I can see the value in letting it be away from the input during the drag, but when I let go of it in space, I want it to snap back to the input object. When I let go over another object I want it to attach to that object. The connector ends do something similar to what I want when they are dragged from one object to another, but they allow themselves to be dropped in empty space, which I do not want. I will look at the connector end morph for a clue.
The connector end morphs don't respond to user input; all of the user input is grabbed by the connector. Which responds to clicks near its ends as requests to grab the end, so it disconnects the end and attaches it to the hand so you can drop it elsewhere.
Ok. I will look there for the connect/disconnect logic. Thanks.
So are you trying to replace the connector ends or are you trying to do something else with the NCConstraintMorph? It sounds like you don't really want them grabbable.
I am trying to do Ports. These are shapes attached to the edges of shapes, that then can have connections to them. I want to be able to drag them to different parts of the shape edge they are on, or to the edge of a different shape, and have them move to that shape. If they get left in free space, they should snap back. Possibly they should only snap back if within some proximity, or they should provide feedback like connection ends do to make it clear if they are attaching. I guess I need to look at the connection more for that logic too.
Thanks, Michael
-- Ned Konz http://bike-nomad.com/squeak/
On Friday 24 December 2004 10:23 pm, Michael Latta wrote:
I am trying to do Ports. These are shapes attached to the edges of shapes, that then can have connections to them. I want to be able to drag them to different parts of the shape edge they are on, or to the edge of a different shape, and have them move to that shape. If they get left in free space, they should snap back. Possibly they should only snap back if within some proximity, or they should provide feedback like connection ends do to make it clear if they are attaching. I guess I need to look at the connection more for that
Then why are you using constraintMorphs? If they're going to have connections to them (which are implemented using constraintMorphs), why would you need the dynamic re-positioning of the constraintMorph in the connection target as well?
Take a look at the Squeakland image to see where Connectors 2 is now (I know, I've got to get a 3.8 version out!). I've added support for connection to submorphs that have the #wantsConnectionWhenEmbedded property set. So you don't have to do anything special to make ports. Just embed submorphs with that property. They don't even have to be anything special or have any special behavior.
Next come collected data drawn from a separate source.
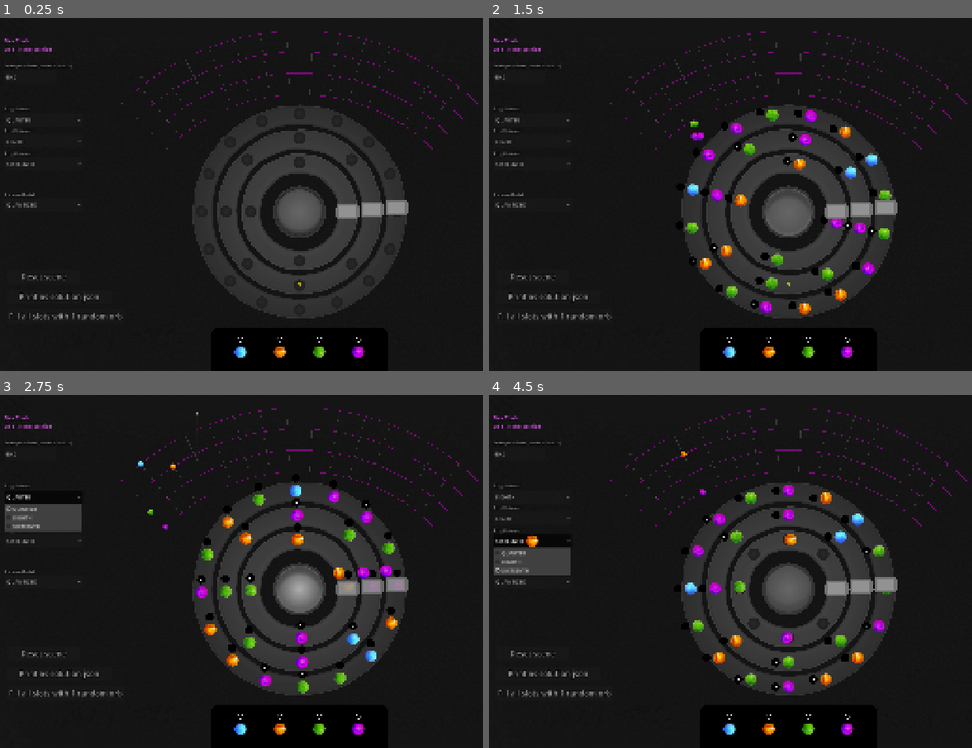
Above: before the commit, frames 1-4 (two rows, left to right).
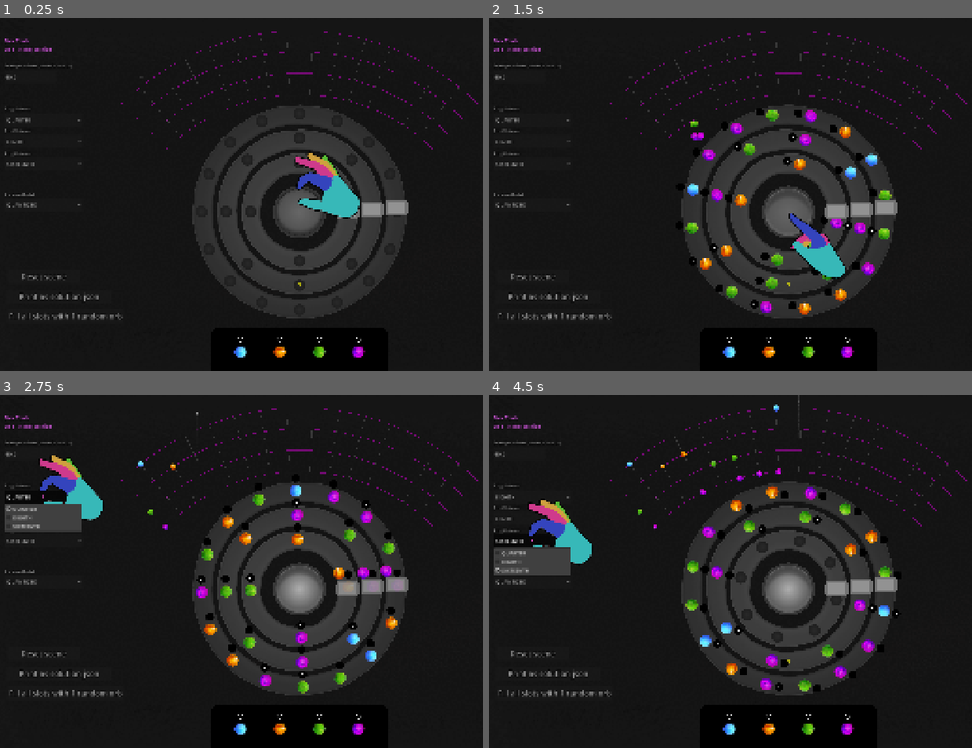
Above: after the commit, the same moments.

Repository: Senzameta-Games/igcc-jam-2026
Game: Godot game, scene res://core/main.tscn
Two runs of this game, one before a commit and one after it. Both use one fixed random seed, a clock stepped at 60 frames per second and the inputs below.
Inputs (mouse positions are in pixels of both pictures, inside the frame that each line leads up to):
- Up to frame 1 (0.25 s): no input
- Up to frame 2 (1.5 s): click "Fill all slots with 1 random …" at 0.5 s; click (788, 212) at 1.25 s
- Up to frame 3 (2.75 s): click "QUARTER" at 2 s
- Up to frame 4 (4.5 s): click "EIGHTH" at 2.75 s; click "EIGHTH" at 3.5 s; click "SIXTEENTH" at 4.25 s

The runs differ from the first frame. In frame 1, 1.4% of the frame differs, in the area x 61-75%, y 38-57%; in frame 2, 1.0%; in frame 3, 1.1%; in frame 4, 6.9%, in the area x 7-85%, y 0-85%.

Commit message:
Added hand placeholder

Diff:
--- a/core/entities/button/button.tscn
+++ b/core/entities/button/button.tscn
@@ -1,6 +1,6 @@
 [gd_scene format=3 uid="uid://qc0dwe3v7u2g"]
 
-[ext_resource type="Script" uid="uid://c3ntq12ib8cg3" path="res://core/entities/button/playback_controller.gd" id="1_40nbs"]
+[ext_resource type="Script" uid="uid://c3ntq12ib8cg3" path="res://core/entities/button/playback_button.gd" id="1_40nbs"]
 [ext_resource type="Texture2D" uid="uid://51xqu7ab3rsn" path="res://core/assets/button/off.png" id="1_x76tt"]
 [ext_resource type="Texture2D" uid="uid://dvmphmy4a1mtd" path="res://core/assets/button/on.png" id="2_ctf7k"]
 [ext_resource type="Texture2D" uid="uid://b36oo4prwgtl8" path="res://core/assets/button/off-hover.png" id="3_4rtqc"]
--- a/core/entities/button/playback_controller.gd
+++ b/core/entities/button/playback_button.gd
@@ -4,10 +4,6 @@
 func _ready() -> void:
 	toggle_mode = true
 	button_pressed = false
-
-func connect_hand(hand: Hand) -> void:
-	hand.picked_up.connect(_on_picked_up)
-	hand.dropped.connect(_on_dropped)
 
 func _on_toggled(toggled_on: bool) -> void:
 	if toggled_on:
--- a/core/entities/hand/hand.gd
+++ b/core/entities/hand/hand.gd
@@ -4,17 +4,26 @@
 signal picked_up(orb: Orb)
 signal dropped
 
+@export var texture_empty: Texture2D
+@export var texture_holding: Texture2D
+@export var texture_pointing: Texture2D
+
 var _held_orb: Orb = null
-var _slots: Array[Slot] = []
+var _pointing: bool = false
 
 @onready var _area: Area2D = $Area
+@onready var _sprite: Sprite2D = $Sprite
+
+func _ready() -> void:
+	_refresh_texture()
 
 func _process(_delta: float) -> void:
+	var mouse: Vector2 = get_global_mouse_position()
+	_area.global_position = mouse
+	_sprite.global_position = mouse
 	if _held_orb == null:
 		return
-	var mouse: Vector2 = get_global_mouse_position()
 	_held_orb.global_position = mouse
-	_area.global_position = mouse
 
 func _unhandled_input(event: InputEvent) -> void:
 	if not event is InputEventMouseButton:
@@ -22,17 +31,31 @@
 	var mb := event as InputEventMouseButton
 	if not mb.pressed or mb.button_index != MOUSE_BUTTON_LEFT:
 		return
-	if _held_orb == null:
-		return
 	if Playback.is_playing:
 		return
-	for area: Area2D in _area.get_overlapping_areas():
-		var slot := area.get_parent() as Slot
-		if slot == null:
-			continue
-		try_drop(slot)
-		get_viewport().set_input_as_handled()
-		return
+	if _held_orb != null:
+		for area: Area2D in _area.get_overlapping_areas():
+			var slot := area.get_parent() as Slot
+			if slot == null:
+				continue
+			try_drop(slot)
+			get_viewport().set_input_as_handled()
+			return
+	else:
+		for area: Area2D in _area.get_overlapping_areas():
+			var slot := area.get_parent() as Slot
+			if slot == null:
+				continue
+			if slot.is_occupied():
+				pick_up(slot.eject_orb())
+				get_viewport().set_input_as_handled()
+				return
+
+func connect_button(button: PlaybackButton) -> void:
+	picked_up.connect(button._on_picked_up)
+	dropped.connect(button._on_dropped)
+	button.mouse_entered.connect(_on_button_mouse_entered)
+	button.mouse_exited.connect(_on_button_mouse_exited)
 
 func pick_up(orb: Orb) -> void:
 	if orb == null:
@@ -40,7 +63,8 @@
 	_held_orb = orb
 	_held_orb.reparent(self, true)
 	_held_orb.lift()
-	_show_all_drophint()
+	_refresh_texture()
+	_show_all_drophints()
 	picked_up.emit(_held_orb)
 
 func try_drop(slot: Slot) -> void:
@@ -48,7 +72,8 @@
 		return
 	var orb_to_drop: Orb = _held_orb
 	_held_orb = null
-	_hide_all_drophint()
+	_hide_all_drophints()
+	_refresh_texture()
 	var ejected: Orb = slot.receive_orb(orb_to_drop)
 	if ejected != null:
 		pick_up(ejected)
@@ -58,27 +83,35 @@
 func is_holding() -> bool:
 	return _held_orb != null
 
-func _show_all_drophint() -> void:
-	for slot: Slot in _slots:
-		if not slot.is_occupied():
-			slot.show_drophint()
+func _on_button_mouse_entered() -> void:
+	_pointing = true
+	_refresh_texture()
 
-func _hide_all_drophint() -> void:
-	for slot: Slot in _slots:
+func _on_button_mouse_exited() -> void:
+	_pointing = false
+	_refresh_texture()
+
+func _refresh_texture() -> void:
+	if _pointing and _held_orb == null:
+		_sprite.texture = texture_pointing
+		_sprite.offset = Vector2(86.0, 98)
+	elif _held_orb != null:
+		_sprite.texture = texture_holding
+		_sprite.offset = Vector2(86.0, -28.0)
+	else:
+		_sprite.texture = texture_empty
+		_sprite.offset = Vector2(86.0, -28.0)
+
+func _show_all_drophints() -> void:
+	for node: Node in get_tree().get_nodes_in_group("slots"):
+		var slot := node as Slot
+		if slot == null or slot.is_occupied():
+			continue
+		slot.show_drophint()
+
+func _hide_all_drophints() -> void:
+	for node: Node in get_tree().get_nodes_in_group("slots"):
+		var slot := node as Slot
+		if slot == null:
+			continue
 		slot.hide_drophint()
-
-func connect_slot(slot: Slot) -> void:
-	if not slot.slot_interacted.is_connected(_on_slot_interacted):
-		slot.slot_interacted.connect(_on_slot_interacted)
-
-func disconnect_slot(slot: Slot) -> void:
-	if slot.slot_interacted.is_connected(_on_slot_interacted):
-		slot.slot_interacted.disconnect(_on_slot_interacted)
-
-func _on_slot_interacted(slot: Slot) -> void:
-	if Playback.is_playing:
-		return
-	if _held_orb != null:
-		return
-	if slot.is_occupied():
-		pick_up(slot.eject_orb())
--- a/core/entities/hand/hand.tscn
+++ b/core/entities/hand/hand.tscn
@@ -1,15 +1,24 @@
 [gd_scene format=3 uid="uid://c1ycavhb8bwf4"]
 
 [ext_resource type="Script" uid="uid://ckqdtgnc1nxah" path="res://core/entities/hand/hand.gd" id="1_ljdg1"]
+[ext_resource type="Texture2D" uid="uid://ch1re2se0arpy" path="res://core/assets/hand/hand_empty.png" id="2_oaghj"]
+[ext_resource type="Texture2D" uid="uid://du30vgygwe8gd" path="res://core/assets/hand/hand_holding.png" id="3_y17g0"]
+[ext_resource type="Texture2D" uid="uid://db6kld3pwjcw5" path="res://core/assets/hand/hand_pointing.png" id="4_y17g0"]
 
 [sub_resource type="RectangleShape2D" id="RectangleShape2D_v2pej"]
 
 [node name="Hand" type="Node2D" unique_id=797971003]
+z_index = 30
 script = ExtResource("1_ljdg1")
+texture_empty = ExtResource("2_oaghj")
+texture_holding = ExtResource("3_y17g0")
+texture_pointing = ExtResource("4_y17g0")
 
 [node name="Area" type="Area2D" parent="." unique_id=388490053]
 collision_layer = 0
-collision_mask = 8
+collision_mask = 15
 
 [node name="Shape" type="CollisionShape2D" parent="Area" unique_id=1772723908]
 shape = SubResource("RectangleShape2D_v2pej")
+
+[node name="Sprite" type="Sprite2D" parent="." unique_id=941995552]
--- a/core/entities/rings/ring.gd
+++ b/core/entities/rings/ring.gd
@@ -34,7 +34,6 @@
 @onready var _slots_container: Node2D = $Slots
 
 var _slots: Array[Slot] = []
-var _hand: Hand = null
 
 func _ready() -> void:
 	_rebuild_slots()
@@ -46,15 +45,10 @@
 func apply_rotation(rot_t: float) -> void:
 	rotation = rot_t * TAU
 
-func connect_hand_to_slot(hand: Hand) -> void:
-	_hand = hand
-	for slot: Slot in _slots:
-		_hand.connect_slot(slot)
-
 func eject_all_orbs() -> void:
 	for slot: Slot in _slots:
-		if slot.is_occupied() and _hand != null:
-			_hand.pick_up(slot.eject_orb())
+		if slot.is_occupied():
+			slot.eject_orb()
 
 func get_slots() -> Array[Slot]:
 	return _slots
@@ -72,8 +66,6 @@
 		ret.append(slot.get_orb())
 	return ret
 
-## Connects all Detector children. Safe to call after scene is ready.
-## Also called if detectors are added dynamically.
 func _connect_detectors() -> void:
 	for child: Node in get_children():
 		var detector := child as Detector
@@ -88,9 +80,6 @@
 func _rebuild_slots() -> void:
 	if _slots_container == null:
 		return
-	if _hand != null:
-		for slot: Slot in _slots:
-			_hand.disconnect_slot(slot)
 	eject_all_orbs()
 	for slot: Slot in _slots:
 		_slots_container.remove_child(slot)
@@ -103,9 +92,6 @@
 		slot.index = i
 		_slots.append(slot)
 	_calculate_slot_positions()
-	if _hand != null:
-		for slot: Slot in _slots:
-			_hand.connect_slot(slot)
 
 func _calculate_slot_positions() -> void:
 	var count: int = _slots.size()
--- a/core/entities/sequencer/sequencer.gd
+++ b/core/entities/sequencer/sequencer.gd
@@ -3,6 +3,9 @@
 
 ## Sequencer owns BPM and all ring rotation state.
 ## Rings are passive. They receive rot_t each frame and apply it.
+## Tray and PianoRoll live under Main.
+## Detectors are owned by their respective Ring children.
+## Main listens to note_triggered and owns the trail + piano roll flow.
 
 signal note_triggered(orb_id: Orb.OrbType, texture: Texture2D, from_position: Vector2, tick: int)
 
@@ -30,18 +33,15 @@
 @onready var _ring2_interval: OptionButton = $Tools/Ring2Interval
 @onready var _rotation_model_select: OptionButton = $Tools/RotationModel
 @onready var _custom_multipliers_field: TextEdit = $Tools/CustomMultField
-@onready var _reset: Button = $Tools/Reset
-@onready var _export: Button = $Tools/Export
-@onready var _fill_slots: Button = $Tools/FillSlots
 
 var _rings: Array[Ring] = []
 var _rotations: Array[float] = [0.0, 0.0, 0.0]
 var _resetting: bool = false
 
-# Tick driven by ring 0 rotation crossing sixteenth note intervals
+# Tick clock — driven by absolute measure time, independent of ring multipliers
+var _measure_t: float = 0.0
 var _current_tick: int = 0
 var _last_tick_threshold: int = 0
-var _measure_t: float = 0.0 # 0.0 - 1.0 = progress of 1 measure
 
 # Pending crossings per physics frame, sorted by ring_index before dispatch
 var _pending: Array[Dictionary] = []
@@ -52,7 +52,6 @@
 	Playback.started.connect(_on_playback_started)
 	Playback.stopped.connect(_on_playback_stopped)
 	for child: Node in _rings_container.get_children():
-		print("child: ", child.name, " type: ", child.get_class(), " is Ring: ", child is Ring)
 		var ring := child as Ring
 		if ring == null:
 			continue
@@ -63,14 +62,6 @@
 	)
 	_setup_dev_tools()
 
-func inject_hand(hand: Hand) -> void:
-	var controller := _button as PlaybackButton
-	if controller == null:
-		return
-	controller.connect_hand(hand)
-	for ring: Ring in _rings:
-		ring.connect_hand_to_slot(hand)
-
 ## Returns the current BPM measure duration in seconds. Used by Main for trail timing.
 func get_measure_duration() -> float:
 	return (60.0 / bpm) * BEATS_PER_MEASURE
@@ -79,14 +70,16 @@
 	if not Playback.is_playing:
 		return
 	var base_rate: float = bpm / BEATS_PER_MEASURE / 60.0
-	# Advance measure time
+
+	# Tick clock driven by absolute measure time — independent of ring multipliers
 	_measure_t = fmod(_measure_t + base_rate * delta, 1.0)
-	# 16th note tick clock
 	var tick_threshold: int = int(_measure_t * TICKS_PER_MEASURE)
 	if tick_threshold != _last_tick_threshold:
 		_last_tick_threshold = tick_threshold
 		_current_tick = tick_threshold
 		Playback.tick_advanced.emit(_current_tick)
+
+	# Rings advance at their own multiplied rates
 	for i: int in range(_rings.size()):
 		var multiplier: float = _get_multiplier(i)
 		_rotations[i] = fmod(_rotations[i] + base_rate * multiplier * delta, 1.0)
@@ -122,9 +115,9 @@
 
 func _on_playback_started() -> void:
 	_resetting = false
+	_measure_t = 0.0
 	_current_tick = 0
 	_last_tick_threshold = 0
-	_measure_t = 0.0
 
 func _on_playback_stopped() -> void:
 	_resetting = true
@@ -141,6 +134,8 @@
 		_process_queued = true
 		call_deferred("_flush_pending")
 
+## Sorts pending detections by ring_index and emits note_triggered for each.
+## Deferred so multiple detections in one physics frame are batched.
 func _flush_pending() -> void:
 	_process_queued = false
 	_pending.sort_custom(func(a: Dictionary, b: Dictionary) -> bool:
@@ -213,9 +208,12 @@
 	_custom_multipliers_field.visible = rotation_model == RotationModel.CUSTOM
 	_custom_multipliers_field.focus_exited.connect(_on_custom_multipliers_committed)
 
-	_reset.pressed.connect(_on_reset_pressed)
-	_export.pressed.connect(_on_export_pressed)
-	_fill_slots.pressed.connect(_on_fill_slots_pressed)
+	var reset_btn := $Tools/Reset as Button
+	var export_btn := $Tools/Export as Button
+	var fill_btn := $Tools/FillSlots as Button
+	reset_btn.pressed.connect(_on_reset_pressed)
+	export_btn.pressed.connect(_on_export_pressed)
+	fill_btn.pressed.connect(_on_fill_slots_pressed)
 
 func _input(event: InputEvent) -> void:
 	if Input.is_action_just_pressed("hide_tools"):
--- a/core/entities/slot/slot.gd
+++ b/core/entities/slot/slot.gd
@@ -1,7 +1,5 @@
 class_name Slot
 extends Node2D
-
-signal slot_interacted(slot: Slot)
 
 @export var texture_empty: Texture2D
 @export var texture_occupied: Texture2D
@@ -24,6 +22,7 @@
 @onready var _badge: Sprite2D = $Badge
 
 func _ready() -> void:
+	add_to_group("slots")
 	_drophint.visible = false
 	_drophint.scale = Vector2.ZERO
 	_badge.visible = false
@@ -37,7 +36,7 @@
 	_refresh_visual()
 
 func receive_orb(incoming: Orb) -> Orb:
-	# Empty slot path. Accept then type it
+	# Empty slot path. Accept and seat it.
 	if _orb == null:
 		_orb = incoming
 		_count = 1
@@ -45,18 +44,17 @@
 		_orb.land()
 		_refresh_visual()
 		return null
-	# Matching type path. stack it if under a max (currently 8)
+	# Matching type path. Stack it if under max (currently 8).
 	if incoming.orb_id == _orb.orb_id:
 		if _count < 8:
 			_count += 1
 			incoming.queue_free()
-
 			_refresh_visual()
 			return null
 		else:
-			# Capped stack path. Reject it
+			# Capped stack path. Reject it.
 			return incoming
-	# Mismatched type. Reject it
+	# Mismatched type. Reject it.
 	return incoming
 
 func eject_orb() -> Orb:
@@ -123,10 +121,3 @@
 func _on_area_mouse_exited() -> void:
 	_hovered = false
 	_refresh_visual()
-
-func _on_area_input_event(_viewport: Viewport, event: InputEvent, _shape_idx: int) -> void:
-	if event is InputEventMouseButton:
-		var mb := event as InputEventMouseButton
-		if mb.pressed and mb.button_index == MOUSE_BUTTON_LEFT:
-			slot_interacted.emit(self)
-			get_viewport().set_input_as_handled()
--- a/core/entities/tray/tray.gd
+++ b/core/entities/tray/tray.gd
@@ -2,13 +2,6 @@
 extends Node2D
 
 @onready var _slots_container: Node2D = $Slots
-
-func connect_hand(hand: Hand) -> void:
-	for child: Node in _slots_container.get_children():
-		var slot := child as Slot
-		if slot == null:
-			continue
-		hand.connect_slot(slot)
 
 ## Returns unique OrbTypes present in the tray, sorted highest to lowest pitch
 ## (descending enum value = highest note first).
--- a/core/main.gd
+++ b/core/main.gd
@@ -6,6 +6,7 @@
 @onready var _piano_roll: PianoRoll = $SkyLayer/PianoRoll
 @onready var _feedback: Node2D = $DetectionFeedback
 @onready var _background: Sprite2D = $Background
+@onready var _playback_button: PlaybackButton = $Sequencer/StartStop/Button
 
 const ORB_TRAIL_SCENE: PackedScene = preload("res://core/entities/orbs/orb_trail.tscn")
 
@@ -13,8 +14,7 @@
 	_background.position = get_viewport_rect().size / 2
 	await get_tree().process_frame
 	_piano_roll.setup(_tray)
-	_sequencer.inject_hand(_hand)
-	_tray.connect_hand(_hand)
+	_hand.connect_button(_playback_button)
 	_sequencer.note_triggered.connect(_on_note_triggered)
 
 func _on_note_triggered(orb_id: Orb.OrbType, texture: Texture2D, from_position: Vector2, tick: int) -> void:
Binary file added: core/assets/hand/hand_empty.png
Not shown, added: core/assets/hand/hand_empty.png.import
Binary file added: core/assets/hand/hand_holding.png
Not shown, added: core/assets/hand/hand_holding.png.import
Binary file added: core/assets/hand/hand_pointing.png
Not shown, added: core/assets/hand/hand_pointing.png.import
Renamed: core/entities/button/playback_controller.gd.uid -> core/entities/button/playback_button.gd.uid

Thanks. Yes I guess I do not need the dynamic constraint aspect for ports. In our current diagram design, all layout is by constraints, so it looked like this was a reasonable way to make ports stay on the edges of the shape. I will change it so that they are embedded into the shape instead.
Michael
On Dec 25, 2004, at 1:29 AM, Ned Konz wrote:
On Friday 24 December 2004 10:23 pm, Michael Latta wrote:
I am trying to do Ports. These are shapes attached to the edges of shapes, that then can have connections to them. I want to be able to drag them to different parts of the shape edge they are on, or to the edge of a different shape, and have them move to that shape. If they get left in free space, they should snap back. Possibly they should only snap back if within some proximity, or they should provide feedback like connection ends do to make it clear if they are attaching. I guess I need to look at the connection more for that
Then why are you using constraintMorphs? If they're going to have connections to them (which are implemented using constraintMorphs), why would you need the dynamic re-positioning of the constraintMorph in the connection target as well?
Take a look at the Squeakland image to see where Connectors 2 is now (I know, I've got to get a 3.8 version out!). I've added support for connection to submorphs that have the #wantsConnectionWhenEmbedded property set. So you don't have to do anything special to make ports. Just embed submorphs with that property. They don't even have to be anything special or have any special behavior.